"La Jeanne de Delteil" : la cape et l'épée

Le metteur en scène Christian Schiaretti, directeur du TNP de Villeurbanne, offre une Jeanne d’Arc forte en bouche par l’intermédiaire du texte de l’auteur Joseph Delteil. Un véritable petit bijou.

La Jeanne de Delteil, c’est Jeanne d’Arc, figure emblématique de l’Histoire de France, surnommée très gracieusement la Pucelle d’Orléans. Mais c’est, comme le nom du spectacle l’indique, Jeanne d’Arc vue par l’écrivain et poète français Joseph Delteil. Un homme de lettre iconoclaste qui arriva à créer un joli petit scandale à la sortie de son ouvrage Jeanne d’Arc en 1925 : les puristes de l’Histoire crièrent rapidement à la trahison (notamment certains catholiques), quand les surréalistes (dont Breton) vilipendèrent le style même de Delteil en des termes très durs. Mais d’autres, à l’instar de Claudel qui sentit dans ce texte « l’étoffe d'un grand écrivain », défendirent l’homme et son œuvre.

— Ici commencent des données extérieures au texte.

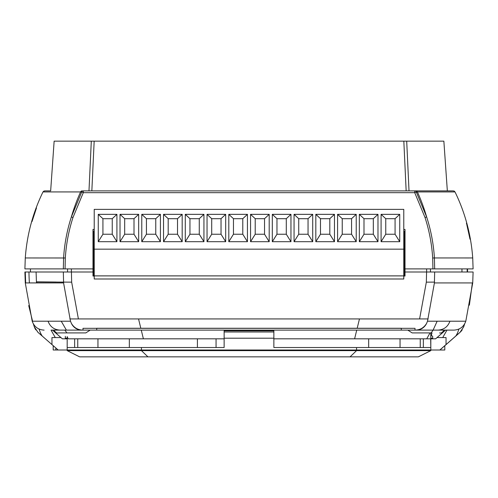 <?xml version="1.0" encoding="UTF-8"?>
<svg xmlns="http://www.w3.org/2000/svg" width="498" height="498" viewBox="0 0 498 498"><rect width="100%" height="100%" fill="white"/><g stroke="black" fill="none" stroke-linecap="round" stroke-linejoin="round"><path stroke-width="0.75" d="M93.599 231.284L93.599 270.445L92.983 270.445L93.599 270.445L93.599 276.041M404.401 231.284L404.401 270.445L405.017 270.445L404.401 270.445L404.401 276.041L403.778 276.041L405.017 276.041L405.017 272.001L473.1 272.001L472.72 282.926L434.412 282.932L434.667 272.001L430.44 272.001L430.44 268.889M472.72 257.964C471.058 234.813 465.157 212.802 455.01 191.929C465.157 212.802 471.058 234.813 472.72 257.964L473.1 268.889L432.936 268.889L432.681 257.989C431.828 244.157 429.27 230.649 425.006 217.464L414.716 192.682L83.284 192.682L72.994 217.464C68.73 230.649 66.172 244.157 65.319 257.989L25.28 257.964L24.9 268.889L63.333 268.889L63.588 257.952C64.46 243.958 67.043 230.294 71.345 216.972L81.734 191.929L43.027 191.929M88.98 190.883L91.302 141.152L54.139 141.152L50.659 190.883L48.051 190.883M45.038 190.883L50.659 190.883M472.334 257.952L434.412 257.952L434.667 268.889L405.017 268.889L405.017 272.001M94.222 268.889L93.599 268.889M94.222 276.041L92.983 276.041L92.983 268.889L63.333 268.889M93.599 262.676L94.222 262.676M92.983 268.889L92.983 229.422L94.222 229.422M403.778 229.422L405.017 229.422L405.017 268.889M408.292 190.883L406.156 190.883L403.828 141.152L94.172 141.152L91.844 190.883L89.708 190.883L452.962 190.883M403.828 141.152L406.698 141.152L409.02 190.883M449.949 190.883L447.341 190.883L443.861 141.152L406.698 141.152M91.302 141.152L94.172 141.152M447.297 190.883L446.943 190.883M447.341 190.883L414.716 190.883A1.868 1.724 90 0 1 416.266 191.929L426.655 216.972C430.957 230.319 433.546 243.983 434.412 257.952L432.681 257.989M466.427 223.197L466.601 223.845M466.763 224.455L470.025 239.208M83.284 190.883L83.284 192.682L81.734 191.929A1.868 1.724 90 0 1 83.284 190.883L89.708 190.883M32.028 221.56L36.491 207.94M464.578 257.964L468.599 257.97M29.401 257.97L34.063 257.964M454.643 191.929L417.411 191.929A179.062 166.12 90 0 1 426.655 216.972L425.006 217.464M47.522 191.929L55.546 191.929M442.454 191.929L450.478 191.929M415.855 190.883A1.868 1.731 90 0 1 417.411 191.929L414.716 192.682L414.716 190.883M467.56 272.001L467.56 268.889M461.963 272.001L461.963 268.889M71.419 272.001L71.662 282.154L78.398 318.932L419.602 318.932L426.338 282.154L426.581 272.001M71.662 282.154L36.435 281.955L36.086 272.001L36.435 281.955L36.815 282.154A167.87 167.87 0 0 0 36.883 282.926M92.983 272.001L71.382 272.001L71.382 268.889M29.401 282.92A175.327 175.327 0 0 1 28.965 272.001L71.382 272.001M94.222 272.001L93.599 272.001M32.196 321.216L25.28 282.926L25.666 282.932L25.28 272.001L24.9 272.001L28.965 272.001M63.588 282.932L63.333 272.001L24.9 272.001L25.28 282.926L63.588 282.932L70.498 321.21L32.538 321.21M29.394 282.92L36.503 282.926L36.435 281.955M426.618 272.001L426.618 268.889M67.56 272.001L67.56 268.889M435.619 338.821L430.814 338.821L435.619 338.821L445.554 330.118L453.566 330.118L446.955 330.118L442.716 337.576M67.186 338.821L62.381 338.821L67.186 338.821M224.137 338.821L68.27 338.821L67.186 336.909L67.186 350.007L58.173 350.007L37.923 332.303L34.312 326.869L33.434 324.042L34.35 326.869L37.954 332.303M430.035 332.913L426.73 338.821L430.677 338.821L273.863 338.821M197.407 338.821L197.407 347.523M216.057 338.821L216.057 347.523M55.284 337.576L51.045 330.118L52.446 330.118L62.381 338.821M56.305 282.024L36.815 281.831M60.961 337.576L51.954 337.576L51.954 344.566M97.95 338.821L97.95 347.523M35.831 329.888L34.387 326.981A12.431 12.431 0 0 1 34.35 326.869A12.431 12.431 0 0 0 35.781 329.813M446.046 344.566L446.046 337.576L437.039 337.576M400.05 338.821L400.05 347.523M444.801 345.699L444.801 350.007L67.186 350.007M58.173 350.007L37.923 332.303L34.312 326.869L33.36 323.912M439.827 350.007L460.046 332.303L463.65 326.869L460.077 332.303L439.921 350.007M461.571 330.703L462.156 329.906M51.045 330.118L453.566 330.118M467.18 272.001L467.18 268.889L467.18 272.001M461.54 321.216L453.722 321.21M420.25 347.523L420.25 338.821M350.063 356.848L356.562 350.629L430.814 350.629L418.382 356.848L79.618 356.848L67.186 350.629L356.562 350.629L356.562 347.523L430.814 347.523L430.677 338.821M430.814 350.629L430.814 347.523L273.863 347.523L273.863 338.198L273.863 347.523L356.562 347.523L356.562 350.007M273.863 331.985L273.863 330.821L224.137 330.821L224.137 347.523L224.137 338.198L273.863 338.198L273.863 331.985L224.137 331.985M77.75 338.821L77.75 347.523M67.186 336.909L67.186 338.584M147.937 356.848L141.438 350.629L141.438 347.523L224.137 347.523L67.186 347.523L67.186 338.198L65.319 338.198L65.319 336.331M66.377 330.118L61.248 321.21M143.387 338.821L141.264 330.118M140.81 328.25L138.537 318.932M354.613 338.821L356.736 330.118M357.19 328.25L359.463 318.932M430.814 332.913L430.814 350.007M437.144 321.21L433.098 330.118M432.015 332.913L430.814 336.561M129.343 338.821L129.343 347.523M368.657 338.821L368.657 347.523M67.186 350.629L67.186 347.523L141.438 347.523L141.438 350.007M32.575 321.216L28.71 305.579M70.498 321.21L71.388 323.37C73.997 327.746 77.862 329.993 82.985 330.118L82.985 328.319L415.015 328.319L415.015 330.118C420.131 330 423.997 327.752 426.612 323.37L427.502 321.21L434.412 282.932M401.288 330.118L96.712 330.118L96.712 328.25L401.288 328.25L401.288 330.118M85.812 332.913L58.447 332.913C56.791 333.38 55.353 332.452 54.133 330.118L90.182 330.118L64.833 330.118L66.944 332.913L85.812 332.913L90.182 330.118M433.167 330.118L407.818 330.118L443.867 330.118L433.167 330.118L431.056 332.913L412.188 332.913L407.818 330.118M465.462 321.21L427.502 321.21M462.206 329.838A12.431 12.431 0 0 1 460.046 332.303L463.688 326.869L464.64 323.912M464.566 324.042L463.65 326.869M472.309 283.3L469.371 305.193M434.43 282.111L426.338 282.154M41.402 335.316A175.327 175.327 0 0 1 39.037 329.029M456.598 335.316A175.327 175.327 0 0 0 458.963 329.029M69.82 318.932L78.398 318.932M419.602 318.932L428.18 318.932M412.188 332.913L431.056 332.913M443.867 330.118C442.654 332.452 441.216 333.38 439.56 332.913M55.82 348.009L55.82 350.007L53.199 350.007L53.199 345.699M55.82 350.007L58.079 350.007M74.644 347.523L74.644 338.821M431.2 335.297L432.681 336.331L432.681 338.198L430.814 338.198M423.356 347.523L423.356 338.821M405.017 231.284L403.778 231.284M94.222 231.284L92.983 231.284M403.778 274.174L404.401 274.174M94.222 275.886L94.222 209.372L403.778 209.372L403.778 278.992L94.222 278.992L94.222 275.886L403.778 275.886M94.222 249.156L403.778 249.156M116.912 241.698L116.912 214.345L98.262 214.345L98.262 241.698L116.912 241.698L112.249 234.234L112.249 218.697L102.924 218.697L102.924 234.234L112.249 234.234M138.668 241.698L138.668 214.345L120.018 214.345L120.018 241.698L138.668 241.698L134.006 234.234L134.006 218.697L124.681 218.697L124.681 234.234L134.006 234.234M160.424 241.698L160.424 214.345L141.774 214.345L141.774 241.698L160.424 241.698L155.762 234.234L155.762 218.697L146.437 218.697L146.437 234.234L155.762 234.234M182.181 241.698L182.181 214.345L163.531 214.345L163.531 241.698L182.181 241.698L177.518 234.234L177.518 218.697L168.193 218.697L168.193 234.234L177.518 234.234M203.937 241.698L203.937 214.345L185.287 214.345L185.287 241.698L203.937 241.698L199.275 234.234L199.275 218.697L189.95 218.697L189.95 234.234L199.275 234.234M225.687 241.698L225.687 214.345L207.044 214.345L207.044 241.698L225.687 241.698L221.031 234.234L221.031 218.697L211.706 218.697L211.706 234.234L221.031 234.234M247.444 241.698L247.444 214.345L228.8 214.345L228.8 241.698L247.444 241.698L242.781 234.234L242.781 218.697L233.462 218.697L233.462 234.234L242.781 234.234M269.2 241.698L269.2 214.345L250.556 214.345L250.556 241.698L269.2 241.698L264.538 234.234L264.538 218.697L255.219 218.697L255.219 234.234L264.538 234.234M290.957 241.698L290.957 214.345L272.313 214.345L272.313 241.698L290.957 241.698L286.294 234.234L286.294 218.697L276.969 218.697L276.969 234.234L286.294 234.234M312.713 241.698L312.713 214.345L294.063 214.345L294.063 241.698L312.713 241.698L308.05 234.234L308.05 218.697L298.725 218.697L298.725 234.234L308.05 234.234M334.469 241.698L334.469 214.345L315.819 214.345L315.819 241.698L334.469 241.698L329.807 234.234L329.807 218.697L320.482 218.697L320.482 234.234L329.807 234.234M356.226 241.698L356.226 214.345L337.576 214.345L337.576 241.698L356.226 241.698L351.563 234.234L351.563 218.697L342.238 218.697L342.238 234.234L351.563 234.234M377.982 241.698L377.982 214.345L359.332 214.345L359.332 241.698L377.982 241.698L373.319 234.234L373.319 218.697L363.994 218.697L363.994 234.234L373.319 234.234M399.738 241.698L399.738 214.345L381.088 214.345L381.088 241.698L399.738 241.698L395.076 234.234L395.076 218.697L385.751 218.697L385.751 234.234L395.076 234.234M98.262 241.698L102.924 234.234M116.912 214.345L112.249 218.697M98.262 214.345L102.924 218.697M120.018 241.698L124.681 234.234M138.668 214.345L134.006 218.697M120.018 214.345L124.681 218.697M141.774 241.698L146.437 234.234M160.424 214.345L155.762 218.697M141.774 214.345L146.437 218.697M163.531 241.698L168.193 234.234M182.181 214.345L177.518 218.697M163.531 214.345L168.193 218.697M185.287 241.698L189.95 234.234M203.937 214.345L199.275 218.697M185.287 214.345L189.95 218.697M207.044 241.698L211.706 234.234M225.687 214.345L221.031 218.697M207.044 214.345L211.706 218.697M228.8 241.698L233.462 234.234M247.444 214.345L242.781 218.697M228.8 214.345L233.462 218.697M250.556 241.698L255.219 234.234M269.2 214.345L264.538 218.697M250.556 214.345L255.219 218.697M272.313 241.698L276.969 234.234M290.957 214.345L286.294 218.697M272.313 214.345L276.969 218.697M294.063 241.698L298.725 234.234M312.713 214.345L308.05 218.697M294.063 214.345L298.725 218.697M315.819 241.698L320.482 234.234M334.469 214.345L329.807 218.697M315.819 214.345L320.482 218.697M337.576 241.698L342.238 234.234M356.226 214.345L351.563 218.697M337.576 214.345L342.238 218.697M359.332 241.698L363.994 234.234M377.982 214.345L373.319 218.697M359.332 214.345L363.994 218.697M381.088 241.698L385.751 234.234M399.738 214.345L395.076 218.697M381.088 214.345L385.751 218.697M65.319 257.989L65.064 268.889M82.145 190.883A1.868 1.731 90 0 0 80.589 191.929A179.062 166.12 90 0 0 71.345 216.972L72.994 217.464M40.593 333.255L42.125 335.957M455.875 335.957L457.407 333.255M67.186 336.561L67.367 337.233M48.063 321.21C50.155 326.819 54.182 329.788 60.146 330.118M81.641 330.118A12.431 11.535 -90 0 1 71.388 323.37M437.854 330.118C443.805 329.8 447.833 326.831 449.937 321.21M426.612 323.37A12.431 11.535 90 0 1 416.359 330.118M25.28 257.964C26.942 234.813 32.843 212.802 42.99 191.929C32.843 212.802 26.942 234.813 25.28 257.964M43.899 191.045L42.99 191.929L44.664 190.883M455.01 191.929L453.522 190.89M454.493 191.288L454.126 191.058M465.798 321.216C463.787 326.806 459.816 329.776 453.877 330.118M32.202 321.21C34.213 326.806 38.184 329.776 44.123 330.118M465.804 321.216L472.72 282.926M30.44 272.001L30.44 268.889"/></g></svg>

Une œuvre qui, le temps des passions et des crispations terminé, dans une époque où les dogmes religieux se sont déplacés, apparaît d’une étonnante modernité : la pucelle est vivante, drôle, et s’exprime dans une langue imagée et charnue que Christian Schiaretti offre au spectateur par l’intermédiaire d’un acte théâtral simple et efficace.

Le théâtre n’est pas mort !

Le metteur en scène avait déjà monté ce texte de Delteil il y a quelque temps, avec la comédienne Camille Grandville. Dans un esprit de troupe, et gardant en tête l’idée de défendre un certain répertoire, il remet le couvert, en confiant cette fois-ci le rôle à la jeune Juliette Rizoud. Cette dernière met toute son énergie au service du projet, pour un rendu enlevé qui confirme ce que nous clamons crânement en "une" du Petit Bulletin de cette semaine avec le collectif D’ores et déjà : le théâtre peut être autre chose que cet art désuet et poussiéreux que certains essaient de nous refourguer avec l’assurance de ceux qui sont certains de détenir le savoir et la culture.

Ici, au contraire, Schiaretti joue humblement avec les codes du théâtre, en utilisant simplement les accessoires disponibles sur le plateau nu pour figurer l’épopée subjective de Jeanne d’Arc : l’Histoire, la grande, devient un matériau comme un autre, servant à produire un récit littéraire d’une très grande force. Alors, quand Jeanne d’Arc, persuadée de s’attaquer à son plus grand combat, fonce à corps perdu vers un ennemi invisible, on y croit dur comme fer. La chute, en plein contre le placard brinquebalant posé à même le mur de la scène (pour ranger les costumes, les accessoires, une fois le spectacle terminé) n’en est que plus savoureuse.